Replace usages of administrative resource resolver in neba core with service user resource resolvers

[olaf-otto]

Up to AEM 6 / Sling 8, services accessing the JCR would often use an administrative resource resolver should they require unrestricted access to all content. Now, a new mechanism to define service users has been introduced (https://cwiki.apache.org/confluence/display/SLING/Service+Authentication). Since using the administrative resource resolver is deprecated, the neba core should switch to the service user API.

[djessup]

It's worth knowing that in 6.0 service users are just regular rep:user authorizables, and configured in the Service User mapping service. As of 6.1 they tightened things up a bit, and now service users can't be just any old user - they have to be a rep:ServiceUser (new nodetype in 6.1) and while there does appear to be legacy support for the Service User mapping service, there is also a new version of the service which works as a configuration factory rather than a single shared configuration.

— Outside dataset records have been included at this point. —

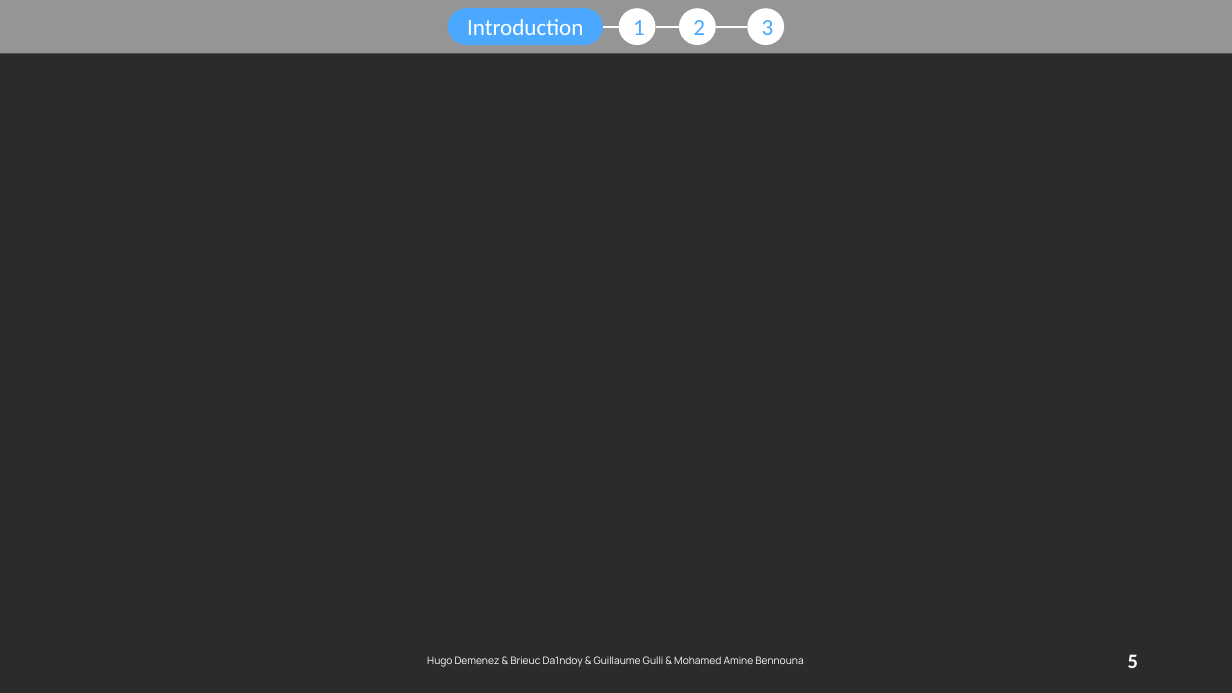
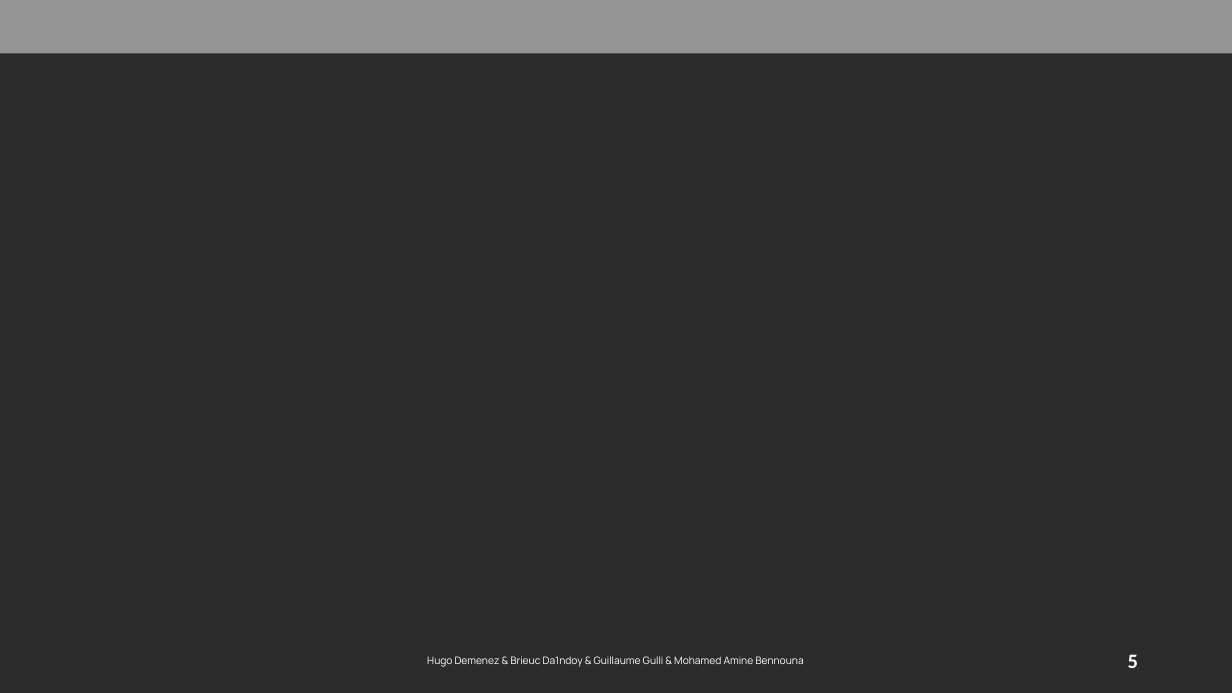
Before and after one commit to hugodemenez/isen-student-portal, a slide deck: slide 5 of presentation/Présentation1.pptx. Drawn at 1232x693 pixels with LibreOffice and Linux fonts; fonts in the diff are those of the drawing; background and template pictures are left out; a plain dark background stands for a picture behind light text. Boxes give left, top, right and bottom in pixels: in the first picture for what was removed or moved away, otherwise in the second. Text is boxed around its words. In the diff, an @@ line names an element or a change of style, - is before the commit and + after.

```diff
--- a/presentation/Présentation1.pptx
+++ b/presentation/Présentation1.pptx
@@ group removed at (x1=448, y1=8, x2=785, y2=45): 3 ellipses, 3 lines, 1 rounded rectangle @@
-1
-2
-3
-Introduction
```
Also in this commit, not shown: 4 other slides changed, 4 other files.

I know this is true as at 6.0 SP1 - I'm not sure if any of these changes were included in SP2 or 3 (pretty sure not SP2, less sure about SP3).

Anyway, while the service user concept is a good one, supporting it across multiple AEM versions will probably be tricky. I'm not sure how far back the getServiceResourceResolver method exists in AEM (e.g 5.6? 5.5?). I think you'd either need to draw a line for 4.0.0 and say only AEM 6.1+, which will limit uptake, or find a way to isolate the functionality into a bundle or something that is conditionally loaded (does Java have #pragmas?) by AEM version, if that's possible?

[djessup]

Just for future reference, I can only see two instances of getAdministrativeResourceResolver in the Neba source:

1. io.neba.core.resourcemodels.registration.ModelRegistryConsolePlugin (and associated tests)
2. io.neba.core.sling.AdministrativeResourceResolver (and associated tests)

If ModelRegistryConsolePlugin could make use of the AdministrativeResourceResolver service, instead of using its own ResourceResolverFactory that would probably be a good first step to migrating to service resolvers, since everything would be abstracted via that service so there'd be a single point to migrate.

[olaf-otto]

NEBA 4.0.x will support AEM 6.1+ - and this API change is one of the reasons. The others being websocket support and significant differences of the underlying framework revisions as well as support for JAVA 1.8+.

Thus, this change can now leverage the rep:ServiceUser node type and the factory configurations for the service user mapping for deployment.

[olaf-otto]

Update: I've analyzed how Sling addresses this situation. After all, Sling also requires a resource resolver with elevated privileges to access the resource type hierarchy. There (Specifically, in the SlingServletResolver), a service user may be configured, otherwise, the resolution falls back the administrative user.

I think NEBA should follow this style - at the moment I see no benefit in deploying dedicated service users.

[olaf-otto]

While further analyzing the solution option, I discovered the entire usage of the administrative resource resolver can be discarded. With the Sling version shipped with AEM 6.1 (i.e. Sling API 2.9.0), the resource resolver implementation (https://github.com/apache/sling/blob/trunk/bundles/resourceresolver/src/main/java/org/apache/sling/resourceresolver/impl/ResourceResolverImpl.java) features the getParentResourceType method. This method internally switches to the administrative resource resolver.

Thus, NEBA's custom implementation is no longer required. Won't fix.